Style Tips

Kate and Charlotte’s Wimbledon looks inspire breezy wedding-guest dresses

Kate and Charlotte just gave flutter sleeves their strongest royal endorsement yet, and the silhouette looks made for breezy, polished wedding-guest dressing.

Mia Chen··3 min read
Published
Listen to this article0:00 min
Kate and Charlotte’s Wimbledon looks inspire breezy wedding-guest dresses
Photo illustration
This article contains affiliate links, marked with a blue dot. We may earn a small commission at no extra cost to you.

At the men’s singles final at the All England Lawn Tennis and Croquet Club in London, Catherine, Princess of Wales, Prince William, Prince George, and Princess Charlotte all showed up for Wimbledon’s last day in looks that felt polished, light, and carefully judged. Kate and Princess Charlotte made flutter sleeves look like the smartest move in summer occasionwear.

Flutter sleeves are the whole point

Wimbledon ran for 14 days, from Monday, June 29, to Sunday, July 12, and the final-day family appearance gave this dress shape a very public stamp of approval. Kate wore a bespoke green Emilia Wickstead cape dress, while Charlotte wore a bright blue bespoke look with flutter or capped sleeves. Charlotte’s dress recalled Jenny Packham, a designer already familiar in Kate’s orbit.

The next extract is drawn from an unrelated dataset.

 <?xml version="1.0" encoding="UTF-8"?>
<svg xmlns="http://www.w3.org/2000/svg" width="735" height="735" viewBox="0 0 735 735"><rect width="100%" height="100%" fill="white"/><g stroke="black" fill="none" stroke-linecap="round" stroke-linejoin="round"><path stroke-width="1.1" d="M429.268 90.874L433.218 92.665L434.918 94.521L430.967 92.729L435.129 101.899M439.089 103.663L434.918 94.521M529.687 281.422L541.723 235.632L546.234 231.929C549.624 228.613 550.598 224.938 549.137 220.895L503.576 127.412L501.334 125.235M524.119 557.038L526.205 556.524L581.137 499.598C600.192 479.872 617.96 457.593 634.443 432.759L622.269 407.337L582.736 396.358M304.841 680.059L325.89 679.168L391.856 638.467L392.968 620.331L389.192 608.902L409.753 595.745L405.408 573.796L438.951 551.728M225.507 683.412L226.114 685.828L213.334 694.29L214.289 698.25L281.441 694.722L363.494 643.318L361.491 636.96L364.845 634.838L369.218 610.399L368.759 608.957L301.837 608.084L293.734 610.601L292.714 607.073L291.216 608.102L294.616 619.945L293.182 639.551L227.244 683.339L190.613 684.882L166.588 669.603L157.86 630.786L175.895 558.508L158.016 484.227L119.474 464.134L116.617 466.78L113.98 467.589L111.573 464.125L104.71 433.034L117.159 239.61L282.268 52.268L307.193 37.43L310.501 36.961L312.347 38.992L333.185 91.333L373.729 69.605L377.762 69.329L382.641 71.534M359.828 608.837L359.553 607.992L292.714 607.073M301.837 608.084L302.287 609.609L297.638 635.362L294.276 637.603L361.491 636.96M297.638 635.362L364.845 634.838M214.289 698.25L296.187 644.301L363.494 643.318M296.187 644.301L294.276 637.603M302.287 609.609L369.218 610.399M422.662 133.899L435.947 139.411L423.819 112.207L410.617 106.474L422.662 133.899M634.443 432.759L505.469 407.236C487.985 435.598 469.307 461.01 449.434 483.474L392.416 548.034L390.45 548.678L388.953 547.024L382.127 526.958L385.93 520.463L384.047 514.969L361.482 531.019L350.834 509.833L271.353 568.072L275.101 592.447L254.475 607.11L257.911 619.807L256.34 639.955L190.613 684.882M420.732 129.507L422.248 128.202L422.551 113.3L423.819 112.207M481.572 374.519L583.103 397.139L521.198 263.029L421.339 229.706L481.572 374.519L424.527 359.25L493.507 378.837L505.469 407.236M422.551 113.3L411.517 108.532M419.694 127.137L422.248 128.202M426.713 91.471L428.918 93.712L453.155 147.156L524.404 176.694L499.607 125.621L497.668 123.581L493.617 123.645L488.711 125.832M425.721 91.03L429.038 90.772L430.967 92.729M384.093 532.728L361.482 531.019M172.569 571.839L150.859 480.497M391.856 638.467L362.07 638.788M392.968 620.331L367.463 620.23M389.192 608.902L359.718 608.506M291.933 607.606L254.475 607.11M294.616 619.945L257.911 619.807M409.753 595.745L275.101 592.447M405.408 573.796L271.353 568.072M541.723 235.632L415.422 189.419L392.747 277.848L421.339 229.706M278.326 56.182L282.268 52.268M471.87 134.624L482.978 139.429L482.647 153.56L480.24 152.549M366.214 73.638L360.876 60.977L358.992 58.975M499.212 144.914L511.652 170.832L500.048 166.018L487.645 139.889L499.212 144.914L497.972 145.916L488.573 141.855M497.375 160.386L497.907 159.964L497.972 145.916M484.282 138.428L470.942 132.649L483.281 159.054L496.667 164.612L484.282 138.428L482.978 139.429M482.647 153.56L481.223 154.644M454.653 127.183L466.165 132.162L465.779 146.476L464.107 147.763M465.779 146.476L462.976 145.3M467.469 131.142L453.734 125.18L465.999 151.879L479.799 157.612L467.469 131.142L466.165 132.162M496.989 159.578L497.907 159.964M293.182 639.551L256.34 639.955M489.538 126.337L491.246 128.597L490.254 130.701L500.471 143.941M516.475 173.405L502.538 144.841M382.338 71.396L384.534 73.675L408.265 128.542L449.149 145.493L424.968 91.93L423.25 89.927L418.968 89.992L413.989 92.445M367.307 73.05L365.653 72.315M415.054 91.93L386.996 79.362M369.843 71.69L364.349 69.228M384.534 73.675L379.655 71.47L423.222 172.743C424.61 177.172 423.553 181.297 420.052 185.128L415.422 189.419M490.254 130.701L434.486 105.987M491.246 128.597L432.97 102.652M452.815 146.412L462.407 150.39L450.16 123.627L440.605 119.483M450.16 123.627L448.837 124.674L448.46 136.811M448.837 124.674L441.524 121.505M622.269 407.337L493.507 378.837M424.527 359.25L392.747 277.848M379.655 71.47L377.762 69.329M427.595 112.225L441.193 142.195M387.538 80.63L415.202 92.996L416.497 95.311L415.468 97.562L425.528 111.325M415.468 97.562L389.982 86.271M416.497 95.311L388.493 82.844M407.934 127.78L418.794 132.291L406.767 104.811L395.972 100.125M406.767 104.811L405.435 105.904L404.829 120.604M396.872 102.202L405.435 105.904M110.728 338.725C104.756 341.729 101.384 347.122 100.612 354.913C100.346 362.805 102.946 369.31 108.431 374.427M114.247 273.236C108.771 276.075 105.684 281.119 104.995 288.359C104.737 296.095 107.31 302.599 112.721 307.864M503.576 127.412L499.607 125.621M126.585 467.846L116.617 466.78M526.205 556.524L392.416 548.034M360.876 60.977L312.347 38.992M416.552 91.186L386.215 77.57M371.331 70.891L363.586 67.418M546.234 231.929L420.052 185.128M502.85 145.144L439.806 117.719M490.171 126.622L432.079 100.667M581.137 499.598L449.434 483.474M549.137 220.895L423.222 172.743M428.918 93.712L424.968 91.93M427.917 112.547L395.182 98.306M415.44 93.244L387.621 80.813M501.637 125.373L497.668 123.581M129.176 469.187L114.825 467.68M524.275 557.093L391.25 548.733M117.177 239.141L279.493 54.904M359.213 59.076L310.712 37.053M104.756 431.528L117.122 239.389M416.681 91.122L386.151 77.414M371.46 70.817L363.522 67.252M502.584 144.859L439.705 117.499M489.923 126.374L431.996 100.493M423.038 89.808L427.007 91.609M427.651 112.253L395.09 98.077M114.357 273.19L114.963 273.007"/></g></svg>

Flutter sleeves add movement without fuss, and they keep the upper arm covered in a way that still feels airy when the temperature climbs. That makes the silhouette work well for wedding guest dressing: it looks finished, not stiff.

Coastal grandmother, without trying too hard

The look is soft but not sloppy, feminine but not sugary, and quiet in a way that still reads expensive. Charlotte’s bright cobalt dress and Kate’s rich green Emilia Wickstead look both sat in that lane: knee-length, polished, and easy on the eye without any heavy embellishment.

That balance makes the silhouette feel current rather than precious. The coastal-grandmother version of occasion dressing is not about piling on linen and calling it a mood. It is about clothes that move when you walk, cover the places you may not want to show, and still feel smart enough for a ceremony, a terrace lunch, or a July wedding that starts in daylight and ends after sunset.

How to shop the look

If you want the royal effect, start with shape before color. Flutter sleeves and capped sleeves do three jobs at once: they soften the shoulder line, give the dress motion, and make a sleeveless cut feel more dressed up. Keep the length knee-length or just below, because that is where the Wimbledon looks landed between formal and easy.

A few clear shopping rules make the difference:

Related photo
Source: people.com
  • Pick a fabric with drape, so the sleeves flutter instead of sticking out.
  • Choose a bodice that fits cleanly through the waist and lets the sleeve do the visual work.
  • Keep the neckline simple if the sleeve already has volume.
  • Reach for one strong color, like cobalt or green, if you want the dress to look polished without relying on print.

Designer references

Kate’s Emilia Wickstead dress is a useful reference because Wickstead understands occasionwear that looks sharp in daylight. The lines stay clean, the shape feels deliberate, and the result never looks overworked. Jenny Packham sits at the other end of the same spectrum, with more romance and a softer finish, which suits Charlotte’s look.

You can go a little more tailored if you want the dress to feel modern, or a little more floaty if you want the coastal-grandmother ease to come through.

Charlotte and the family resemblance

Charlotte has already echoed Kate at Wimbledon and beyond. Last year, her Wimbledon sundress echoed Kate’s 2022 Emilia Wickstead polo look, and this year her 2026 outfit also invited a Princess Diana comparison because of its ruffled, floaty quality.

This article was produced by Prism’s automated news system from verified source data, official records, and press releases, then run through automated quality and moderation checks before publishing. The system is built and supervised by the people who set the standards it runs under. Read our full AI policy.

Did this article answer your question?